There are more characters.  We now have a nursemaid to help with the baby, and a new cook, who is an older neatly capped and aproned lady who looks more far capable than the original slightly fey kitchen doll, so the latter (directly below) has been demoted to general maid, to her slight chagrin.  Lastly we have a visiting playmate for the older child.  These new dollies are tucked away safely in their boxes until we have done more doing-up of the rooms.

I have also acquired far more furniture, a lot more lights, which The Husband has assiduously fitted as they arrive in the post, and the beginnings of the wallpapering and decorating supplies are arriving with every post. 

 The Kitchen floor will be quarry tiled after a large fireplace has been built 
around the range.  Most of the kitchen equipment is still in boxes.

 There are now chairs in the Drawing Room, so grandma has a seat.
They also enjoy the light of a large chandelier and even candles on the piano

 There armchairs, tall bookcases, two pendant oil lamps
and a large Turkish rug in The Study

I have floor boards and parquet flooring (which come printed on paper) and even some actual genuine terracotta mini quarry tiles for the kitchen (3/4" square) that have to be laid on tile cement like real tiles - well they ARE really tiles, just in miniature -  so that will be my particular labour of love as I really enjoy tiling.
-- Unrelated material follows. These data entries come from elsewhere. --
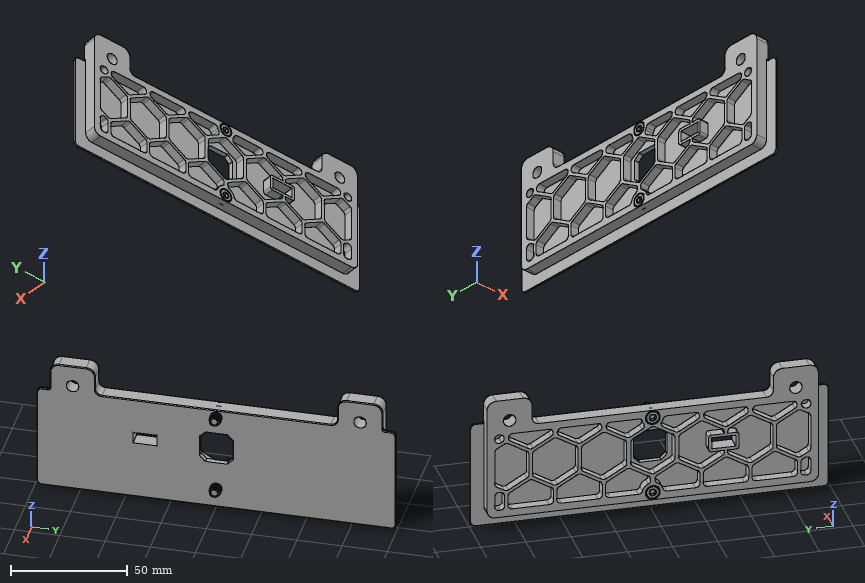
import cadquery as cq
import math


SELECT_MARGIN = 0.1

PLATE_WIDTH = 147.0
PLATE_HEIGHT = 43.0
PLATE_THICKNESS = 7.05
PLATE_CORNER_RADIUS = 3.5
BACK_CHAMFER = 0.4

FLANGE_MARGIN = 5.8
FLANGE_THICKNESS = 1.3
FLANGE_CORNER_RADIUS = 2.0
FLANGE_ROOT_RADIUS = 1.0
FLANGE_WIDTH = PLATE_WIDTH + 2 * FLANGE_MARGIN
PLATE_BOTTOM = FLANGE_MARGIN
PLATE_TOP = PLATE_BOTTOM + PLATE_HEIGHT

TAB_WIDTH = 20.0
TAB_HEIGHT = 13.0
TAB_CORNER_RADIUS = 4.0
TAB_ROOT_RADIUS = 3.0
TAB_HOLE_DIAMETER = 5.5
TAB_HOLE_INSET = 10.0
TAB_TOP = PLATE_TOP + TAB_HEIGHT

POCKET_DEPTH = 4.5
POCKET_CORNER_RADIUS = 1.9
FRAME_WIDTH = 3.4
RIB_WIDTH = 1.5
CENTER_RIB_WIDTH = 2.0
CENTER_CELL_WIDTH = 19.5
HEX_RADIUS = 12.5
HEX_PITCH = HEX_RADIUS * math.sqrt(3)
HEX_ROW_PITCH = 1.5 * HEX_RADIUS
HEX_CELL_RADIUS = HEX_RADIUS - RIB_WIDTH / math.sqrt(3)
HEX_CENTER_Z = 29.6
HEX_COLUMNS = 4

WINDOW_SIZE = 14.8
WINDOW_CHAMFER = 2.6
SLOT_WIDTH = 10.6
SLOT_HEIGHT = 5.2
SLOT_CENTER_Y = -31.5
SLOT_WALL = 1.4
SLOT_WALL_CORNER_RADIUS = 1.2

SCREW_EDGE_DISTANCE = 3.5
SCREW_HEIGHTS = (PLATE_BOTTOM + SCREW_EDGE_DISTANCE, PLATE_TOP - SCREW_EDGE_DISTANCE)
SCREW_DIAMETER = 3.0
SCREW_LENGTH = 8.0
HEAD_DIAMETER = 5.5
HEAD_HEIGHT = 3.0
SOCKET_WIDTH = 2.5
SOCKET_DEPTH = 1.5
SOCKET_CHAMFER_DIAMETER = 3.2
CLEARANCE_DIAMETER = 3.4
COUNTERBORE_DIAMETER = 6.5
COUNTERBORE_DEPTH = HEAD_HEIGHT
INSERT_LENGTH = 4.0
INSERT_KNURL_LENGTH = 2.6
INSERT_COLLAR_LENGTH = 0.6
INSERT_COLLAR_DIAMETER = 4.6
INSERT_PILOT_DIAMETER = 4.25
KNURL_DEPTH = 0.3
KNURL_TEETH = 40


def block(y_min, y_max, z_min, z_max, x_min, x_max):
    """Box given by its limits along each axis."""
    size = (x_max - x_min, y_max - y_min, z_max - z_min)
    return cq.Workplane("XY").box(*size, centered=False).translate((x_min, y_min, z_min))


def centered_block(y, z, width, height, x_min, x_max):
    """Box centred on (y, z)."""
    return block(y - width / 2, y + width / 2, z - height / 2, z + height / 2, x_min, x_max)


def rod(y, z, diameter, x_min, x_max):
    """Cylinder along X centred on (y, z)."""
    section = cq.Workplane("YZ", origin=(x_min, y, z)).circle(diameter / 2)
    return section.extrude(x_max - x_min)


def edges_at(y, z):
    """Selector for the edges whose middle lies at (y, z) or at its mirror image (-y, z)."""
    def around(center_y):
        low = (0, center_y - SELECT_MARGIN, z - SELECT_MARGIN)
        high = (PLATE_THICKNESS, center_y + SELECT_MARGIN, z + SELECT_MARGIN)
        return cq.selectors.BoxSelector(low, high)

    return around(y) + around(-y)


def plate_blank():
    """Plate with two upright tabs, in its full thickness."""
    half = PLATE_WIDTH / 2
    tab_inner = half - TAB_WIDTH
    outline = [
        (-half, PLATE_BOTTOM), (half, PLATE_BOTTOM),
        (half, TAB_TOP), (tab_inner, TAB_TOP), (tab_inner, PLATE_TOP),
        (-tab_inner, PLATE_TOP), (-tab_inner, TAB_TOP), (-half, TAB_TOP),
    ]
    blank = cq.Workplane("YZ").polyline(outline).close().extrude(PLATE_THICKNESS)
    blank = blank.edges("|X").edges(edges_at(tab_inner, PLATE_TOP)).fillet(TAB_ROOT_RADIUS)
    blank = blank.edges("|X").edges(">Z").fillet(TAB_CORNER_RADIUS)
    return blank.edges("|X").edges("<Z").fillet(PLATE_CORNER_RADIUS)


def flange():
    """Thin sheet level with the back of the plate."""
    sheet = block(
        -FLANGE_WIDTH / 2, FLANGE_WIDTH / 2, 0, PLATE_TOP,
        PLATE_THICKNESS - FLANGE_THICKNESS, PLATE_THICKNESS,
    )
    return sheet.edges("|X").fillet(FLANGE_CORNER_RADIUS)


def flanged_blank():
    """Plate and flange as one blank with a chamfered back rim."""
    blank = plate_blank().union(flange())
    roots = blank.edges("|X").edges(edges_at(PLATE_WIDTH / 2, PLATE_TOP))
    blank = roots.fillet(FLANGE_ROOT_RADIUS)
    return blank.faces(">X").edges().chamfer(BACK_CHAMFER)


def hex_cell(y, z):
    """Hexagonal prism, one corner up, as deep as the pockets."""
    section = cq.Workplane("YZ", origin=(0, y, z)).transformed(rotate=(0, 0, 30))
    return section.polygon(6, 2 * HEX_CELL_RADIUS).extrude(POCKET_DEPTH)


def rounded_pocket(cell):
    """Cell with its outer corners rounded: its section shrunk, then grown back with arcs."""
    outline = cell.faces("<X").wires().val()
    core = outline.offset2D(-POCKET_CORNER_RADIUS)[0]
    section = cq.Workplane("YZ").add(core.offset2D(POCKET_CORNER_RADIUS)).toPending()
    return section.extrude(POCKET_DEPTH)


def honeycomb_pockets():
    """Hexagonal pockets trimmed by the frame, the screw bosses and the slot wall."""
    frame_half = PLATE_WIDTH / 2 - FRAME_WIDTH
    frame_bottom = PLATE_BOTTOM + FRAME_WIDTH
    frame_top = PLATE_TOP - FRAME_WIDTH
    frame = block(-frame_half, frame_half, frame_bottom, frame_top, 0, POCKET_DEPTH)
    slot_wall = centered_block(
        SLOT_CENTER_Y, HEX_CENTER_Z, SLOT_WIDTH + 2 * SLOT_WALL, SLOT_HEIGHT + 2 * SLOT_WALL,
        0, POCKET_DEPTH,
    )
    slot_wall = slot_wall.edges("|X").fillet(SLOT_WALL_CORNER_RADIUS)
    boss_diameter = COUNTERBORE_DIAMETER + 2 * RIB_WIDTH
    center_rib = block(
        -CENTER_RIB_WIDTH / 2, CENTER_RIB_WIDTH / 2, frame_bottom, frame_top, 0, POCKET_DEPTH
    )
    center_cell_limit = block(
        -CENTER_CELL_WIDTH / 2, CENTER_CELL_WIDTH / 2, frame_bottom, frame_top, 0, POCKET_DEPTH
    )
    pockets = []
    for row in (-1, 0, 1):
        z = HEX_CENTER_Z + row * HEX_ROW_PITCH
        shift = 0.5 * abs(row)
        for column in range(-HEX_COLUMNS, HEX_COLUMNS):
            y = (column + shift) * HEX_PITCH
            if row == 0 and column == -HEX_COLUMNS:
                continue
            cell = hex_cell(y, z).intersect(frame)
            if row == 0 and column == 0:
                cell = cell.intersect(center_cell_limit)
            if row != 0:
                cell = cell.cut(center_rib)
                for screw_z in SCREW_HEIGHTS:
                    cell = cell.cut(rod(0, screw_z, boss_diameter, 0, POCKET_DEPTH))
            pockets.append(rounded_pocket(cell).cut(slot_wall))
    return pockets


def window():
    """Square opening with cut corners behind the middle pocket."""
    opening = centered_block(0, HEX_CENTER_Z, WINDOW_SIZE, WINDOW_SIZE, 0, PLATE_THICKNESS)
    return opening.edges("|X").chamfer(WINDOW_CHAMFER)


def make_plate():
    """Flanged plate with its pockets, openings and holes."""
    plate = flanged_blank()
    for pocket in honeycomb_pockets():
        plate = plate.cut(pocket)
    plate = plate.cut(window())
    plate = plate.cut(
        centered_block(SLOT_CENTER_Y, HEX_CENTER_Z, SLOT_WIDTH, SLOT_HEIGHT, 0, PLATE_THICKNESS)
    )
    tab_hole_y = PLATE_WIDTH / 2 - TAB_HOLE_INSET
    for y in (-tab_hole_y, tab_hole_y):
        plate = plate.cut(rod(y, TAB_TOP - TAB_HOLE_INSET, TAB_HOLE_DIAMETER, 0, PLATE_THICKNESS))
    for z in SCREW_HEIGHTS:
        plate = plate.cut(rod(0, z, COUNTERBORE_DIAMETER, 0, COUNTERBORE_DEPTH))
        plate = plate.cut(rod(0, z, CLEARANCE_DIAMETER, 0, PLATE_THICKNESS))
    return plate


def make_screw(z):
    """Socket head screw, its head flush with the front of the plate."""
    head_back = COUNTERBORE_DEPTH
    head_front = head_back - HEAD_HEIGHT
    screw = rod(0, z, HEAD_DIAMETER, head_front, head_back)
    screw = screw.union(rod(0, z, SCREW_DIAMETER, head_back, head_back + SCREW_LENGTH))
    hex_diameter = SOCKET_WIDTH / math.cos(math.pi / 6)
    head_face = cq.Workplane("YZ", origin=(head_front, 0, z))
    socket = head_face.polygon(6, hex_diameter).extrude(SOCKET_DEPTH)
    lead_in = head_face.circle(SOCKET_CHAMFER_DIAMETER / 2)
    lead_in = lead_in.extrude((SOCKET_CHAMFER_DIAMETER - hex_diameter) / 2, taper=45)
    return screw.cut(socket).cut(lead_in)


def make_insert(z):
    """Threaded insert: a knurled sleeve at the plate, a short collar and a plain pilot."""
    front = PLATE_THICKNESS
    root_radius = INSERT_COLLAR_DIAMETER / 2
    tip_radius = root_radius + KNURL_DEPTH
    points = []
    for i in range(2 * KNURL_TEETH):
        angle = math.pi * i / KNURL_TEETH
        radius = tip_radius if i % 2 == 0 else root_radius
        points.append((radius * math.cos(angle), radius * math.sin(angle)))
    knurl = cq.Workplane("YZ", origin=(front, 0, z)).polyline(points).close()
    insert = knurl.extrude(INSERT_KNURL_LENGTH)
    collar_back = front + INSERT_KNURL_LENGTH + INSERT_COLLAR_LENGTH
    insert = insert.union(rod(0, z, INSERT_COLLAR_DIAMETER, front, collar_back))
    insert = insert.union(rod(0, z, INSERT_PILOT_DIAMETER, front, front + INSERT_LENGTH))
    return insert.cut(rod(0, z, SCREW_DIAMETER, front, front + INSERT_LENGTH))


plate = make_plate()
screws = [make_screw(z) for z in SCREW_HEIGHTS]
inserts = [make_insert(z) for z in SCREW_HEIGHTS]

result = cq.Compound.makeCompound(
    [plate.val(), *[screw.val() for screw in screws], *[insert.val() for insert in inserts]]
)

But I also have yet to acquire lengths of 1/12th scale skirting board, dado and picture rails and cornicing for the ceilings.  I already have several moulded plaster ceiling roses, so as each main light goes up in a room, a suitably-sized ceiling rose has to be chosen and fitted (see The Drawing Room, above).

Without a doubt this dolly house will be grander and better appointed than any house I have ever lived in, or even stayed in.

So the dollies had better appreciate the time, trouble, effort and expense we are going to, and not trash the place with wild parties, bizarre amateur science experiments or any  other silly shenanigans, when the house front is closed and we are fast asleep.

Or I will line them all up and scold them severely and put them on short commons for a month.